I’ve only used Sema standalone, Reta standalone and Cagri standalone. Using that knowledge I’m purely guessing. But both Sema and Cagri will completely shut down hunger at low doses. The difference to me is there are less side effects on Cagri compared to Sema. Sema was not a very fun drug for me and I quickly moved to Tirz.
Can you clarify? You said you only used Sema, Reta and Cagri stadalone. But then you said your moved from Sema to Tirz. So, you must have also used Tirz standalone? If so, can you comment on how Tirz compares to the others?
 
Can you clarify? You said you only used Sema, Reta and Cagri stadalone. But then you said your moved from Sema to Tirz. So, you must have also used Tirz standalone? If so, can you comment on how Tirz compares to the others?
I mean I’ve never combined Reta with Sema, or Reta with Cagri. I used Sema, then moved to Tirz, then switched to Reta. Then I quit Reta when I got hiccups for 22 days. I was hungry as hell after that so I experimented with Cagri.
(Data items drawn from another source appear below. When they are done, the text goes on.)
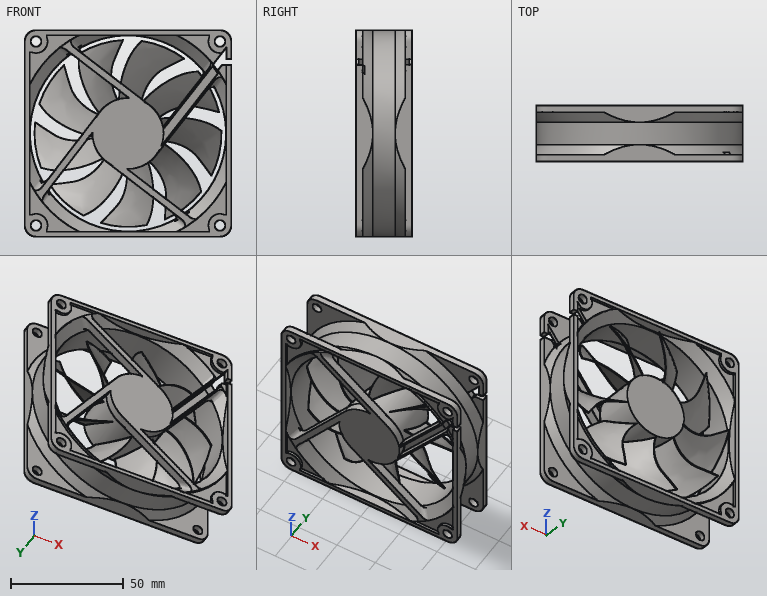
import cadquery as cq
import math


FRAME_SIDE = 92.0
FRAME_DEPTH = 25.0
FRAME_CORNER_RADIUS = 5.1
FLANGE_THICKNESS = 3.0
HALF_SIDE = FRAME_SIDE / 2
FRONT_Y = -FRAME_DEPTH / 2
BACK_Y = FRAME_DEPTH / 2
FLANGE_SPACING = FRAME_DEPTH - 2 * FLANGE_THICKNESS

TUBE_RADIUS = HALF_SIDE
TUBE_FLARE_RADIUS = 48.7
TUBE_BAND_WIDTH = 9.9
BORE_RADIUS = 43.6
BORE_MOUTH_RADIUS = 48.85
BORE_BAND_WIDTH = 16.0

LIP_WIDTH = 2.2
POCKET_DEPTH = 1.3
POCKET_HALF_SIDE = HALF_SIDE - LIP_WIDTH
POCKET_SIDE = 2 * POCKET_HALF_SIDE
HOLE_OFFSET = 40.9
HOLE_DIAMETER = 4.6
BOSS_RADIUS = 5.15
BOSS_NECK_WIDTH = 9.4

PLATE_RADIUS = 15.8
PLATE_THICKNESS = 3.9
PLATE_BACK_Y = FRONT_Y + PLATE_THICKNESS
STRUT_WIDTH = 3.0
STRUT_ANGLES = (142.5, 232.5, 322.5)
STRUT_END_FILLET = 2.0

CHANNEL_ANGLE = 52.0
CHANNEL_WIDTH = 5.3
CHANNEL_HEIGHT = 4.8
CHANNEL_WALL = 0.7
CHANNEL_FLOOR = 0.7
SLOT_INNER_OFFSET = 10.95
SLOT_OUTER_OFFSET = 14.2
GAP_INNER_X = 41.8
GAP_BOTTOM_Z = 30.5
GAP_TOP_Z = 33.1

HUB_RADIUS = PLATE_RADIUS
HUB_BACK_Y = 12.0
BLADE_COUNT = 9
BLADE_TIP_RADIUS = 41.7
BLADE_THICKNESS = 0.55
BLADE_FRONT_EDGE = [
    (13.8, 67.0, -5.5),
    (20.2, 60.5, -7.0),
    (29.9, 52.3, -6.0),
    (36.8, 46.5, -3.9),
    (43.7, 39.0, -0.5),
]
BLADE_BACK_EDGE = [
    (13.8, 25.0, 11.3),
    (20.2, 28.3, 9.7),
    (29.9, 23.8, 9.4),
    (36.8, 17.0, 10.7),
    (43.7, 11.8, 11.3),
]


def facing_front(y):
    """Sketch plane at the given Y, with X to the right and Z up; extruding by -d goes d towards +Y."""
    return cq.Workplane("XZ", origin=(0, y, 0))


def disc(radius, front_y, back_y):
    return facing_front(front_y).circle(radius).extrude(front_y - back_y)


def square_bar(side, front_y, back_y):
    return facing_front(front_y).rect(side, side).extrude(front_y - back_y)


def revolved(profile):
    """Solid of revolution about the fan axis from (radius, Y) points."""
    return cq.Workplane("XY").polyline(profile).close().revolve(360, (0, 0, 0), (0, 1, 0))


def flared_core(band_radius, band_width, end_radius, length):
    """Solid round core: a cylindrical band that flares to end_radius at both ends."""
    half_band = band_width / 2
    end_y = length / 2
    profile = [
        (0, -end_y),
        (end_radius, -end_y),
        (band_radius, -half_band),
        (band_radius, half_band),
        (end_radius, end_y),
        (0, end_y),
    ]
    return revolved(profile)


def tangent_bar(angle, inner_offset, outer_offset, front_y, back_y):
    """Bar from beside the fan axis outwards at an angle, between two offsets on its clockwise side."""
    length = BORE_MOUTH_RADIUS + PLATE_RADIUS
    return (
        facing_front(front_y)
        .transformed(rotate=(0, 0, angle))
        .center(length / 2, -(inner_offset + outer_offset) / 2)
        .rect(length, outer_offset - inner_offset)
        .extrude(front_y - back_y)
    )


def make_shell():
    """Two square flanges joined by the flared tube, before the pockets are sunk."""
    block = square_bar(FRAME_SIDE, FRONT_Y, BACK_Y).edges("|Y").fillet(FRAME_CORNER_RADIUS)
    tube = flared_core(TUBE_RADIUS, TUBE_BAND_WIDTH, TUBE_FLARE_RADIUS, FLANGE_SPACING)
    around_tube = square_bar(2 * FRAME_SIDE, -FLANGE_SPACING / 2, FLANGE_SPACING / 2).cut(tube)
    bore = flared_core(BORE_RADIUS, BORE_BAND_WIDTH, BORE_MOUTH_RADIUS, FRAME_DEPTH)
    bore = bore.intersect(square_bar(POCKET_SIDE, FRONT_Y, BACK_Y))
    return block.cut(around_tube).cut(bore)


def make_arm(angle, width, height):
    """Bar from the motor plate to the flared bore, filleted where its sides meet the bore wall.

    The bar and wall are made deeper than needed, filleted, and trimmed to the arm's height.
    """
    narrow_y = -BORE_BAND_WIDTH / 2
    wide_y = 2 * FRONT_Y - narrow_y
    wide_radius = 2 * BORE_MOUTH_RADIUS - BORE_RADIUS
    cone = revolved([(0, wide_y), (wide_radius, wide_y), (BORE_RADIUS, narrow_y), (0, narrow_y)])
    wall = disc(FRAME_SIDE, wide_y, narrow_y).cut(cone)
    bar = tangent_bar(angle, PLATE_RADIUS - width, PLATE_RADIUS, wide_y, narrow_y)
    arm = wall.union(bar).edges("%HYPERBOLA").fillet(STRUT_END_FILLET)
    wall_middle = (BORE_RADIUS + TUBE_RADIUS) / 2
    reach = flared_core(wall_middle, BORE_BAND_WIDTH, BORE_MOUTH_RADIUS, FRAME_DEPTH)
    reach = reach.intersect(square_bar(POCKET_SIDE, FRONT_Y, FRONT_Y + height))
    return arm.intersect(reach).cut(disc(PLATE_RADIUS, FRONT_Y, BACK_Y))


def corner_points(x, z):
    return [(sx * x, sz * z) for sx in (-1, 1) for sz in (-1, 1)]


def make_pocket(front_y, back_y):
    """Pocket inside the lip, around the bore mouth and the screw bosses."""
    depth = front_y - back_y
    holes = corner_points(HOLE_OFFSET, HOLE_OFFSET)
    bosses = facing_front(front_y).pushPoints(holes).circle(BOSS_RADIUS).extrude(depth)
    neck_length = 2 * (POCKET_HALF_SIDE - HOLE_OFFSET)
    upright_necks = (
        facing_front(front_y)
        .pushPoints(corner_points(HOLE_OFFSET, POCKET_HALF_SIDE))
        .rect(BOSS_NECK_WIDTH, neck_length)
        .extrude(depth)
    )
    level_necks = (
        facing_front(front_y)
        .pushPoints(corner_points(POCKET_HALF_SIDE, HOLE_OFFSET))
        .rect(neck_length, BOSS_NECK_WIDTH)
        .extrude(depth)
    )
    pocket = square_bar(POCKET_SIDE, front_y, back_y).cut(disc(BORE_MOUTH_RADIUS, front_y, back_y))
    return pocket.cut(bosses).cut(upright_necks).cut(level_necks)


def make_screw_holes():
    points = corner_points(HOLE_OFFSET, HOLE_OFFSET)
    return facing_front(FRONT_Y).pushPoints(points).circle(HOLE_DIAMETER / 2).extrude(-FRAME_DEPTH)


def make_channel_groove():
    """Open front of the cable channel, from the motor plate to the bore mouth."""
    inner_offset = PLATE_RADIUS - CHANNEL_WIDTH + CHANNEL_WALL
    outer_offset = PLATE_RADIUS - CHANNEL_WALL
    floor_y = FRONT_Y + CHANNEL_HEIGHT - CHANNEL_FLOOR
    groove = tangent_bar(CHANNEL_ANGLE, inner_offset, outer_offset, FRONT_Y, floor_y)
    mouth = disc(BORE_MOUTH_RADIUS, FRONT_Y, BACK_Y)
    return groove.intersect(mouth).cut(disc(PLATE_RADIUS, FRONT_Y, BACK_Y))


def make_cable_slot():
    """Slot through both flanges beyond the tube, with a gap out through the +X side."""
    slot = tangent_bar(CHANNEL_ANGLE, SLOT_INNER_OFFSET, SLOT_OUTER_OFFSET, FRONT_Y, BACK_Y)
    slot = slot.intersect(square_bar(POCKET_SIDE, FRONT_Y, BACK_Y))
    slot = slot.cut(disc(TUBE_FLARE_RADIUS, FRONT_Y, BACK_Y))
    gap = (
        facing_front(FRONT_Y)
        .center((GAP_INNER_X + HALF_SIDE) / 2, (GAP_BOTTOM_Z + GAP_TOP_Z) / 2)
        .rect(HALF_SIDE - GAP_INNER_X, GAP_TOP_Z - GAP_BOTTOM_Z)
        .extrude(-FRAME_DEPTH)
    )
    return slot.union(gap)


def make_frame():
    frame = make_shell().union(disc(PLATE_RADIUS, FRONT_Y, PLATE_BACK_Y))
    for angle in STRUT_ANGLES:
        frame = frame.union(make_arm(angle, STRUT_WIDTH, PLATE_THICKNESS))
    frame = frame.union(make_arm(CHANNEL_ANGLE, CHANNEL_WIDTH, CHANNEL_HEIGHT))
    frame = frame.cut(make_pocket(FRONT_Y, FRONT_Y + POCKET_DEPTH))
    frame = frame.cut(make_pocket(BACK_Y - POCKET_DEPTH, BACK_Y))
    frame = frame.cut(make_screw_holes())
    return frame.cut(make_channel_groove()).cut(make_cable_slot())


def blade_edge(points):
    """Smooth curve through (radius, angle, Y) points."""
    vectors = []
    for radius, angle, y in points:
        turn = math.radians(angle)
        vectors.append(cq.Vector(radius * math.cos(turn), y, radius * math.sin(turn)))
    return cq.Edge.makeSpline(vectors)


def make_blade():
    """Twisted sheet ruled between the two edges, thickened along Y and trimmed to the tip radius."""
    sheet = cq.Face.makeRuledSurface(blade_edge(BLADE_FRONT_EDGE), blade_edge(BLADE_BACK_EDGE))
    blade = cq.Workplane(cq.Solid.extrudeLinear(sheet, cq.Vector(0, BLADE_THICKNESS, 0)))
    return blade.intersect(disc(BLADE_TIP_RADIUS, PLATE_BACK_Y, BACK_Y))


def make_rotor():
    """Hub seated against the motor plate, with equally spaced blades."""
    rotor = disc(HUB_RADIUS, PLATE_BACK_Y, HUB_BACK_Y)
    blade = make_blade()
    for index in range(BLADE_COUNT):
        rotor = rotor.union(blade.rotate((0, 0, 0), (0, 1, 0), index * 360 / BLADE_COUNT))
    return rotor


frame = make_frame()
rotor = make_rotor()
result = cq.Compound.makeCompound([frame.solids().val(), rotor.solids().val()])

I was on 5mg Tirz for 5 months, added 4mg Reta. Increased Reta after two months to 6mg and dropped Tirz completely.

For weight loss Tirz is the best. I found that hunger suppression was sufficient without the sides that Sema gave me. Plus on a caloric deficit I dropped 45 pounds in 5 months. But I felt a little lazy and not very motivated on Tirz (not really fatigue) so I tested out Reta for maintenance. It worked great.

Reta doesn’t have the same hunger suppression but I was able to keep body fat low and put on lean muscle tissue while at times eating way too much. It does something to my metabolism the other two did not.
 
The heart rate elevation has been found to normalize after about four months, and antacids, acid reducers, or proton pump inhibitors can fix the complications associated with GIRD.

If you don’t want to go up in dose, adding Sema will affect only one receptor. It may simplify the process of figuring out what you tolerate.
 
Im surprised some of them haven't far exceeded top dosing yet, 20mg of reta really shuts down the ole appetite.

99% of the stackers do it long before they reach the maximum pharma dose. Some first timers do it right from the beginning.

Meanwhile the poor folks stuck on the boring Wegovy and Zepbound pharma protocols, once a week fixed dose pens, see extremely high rates of success.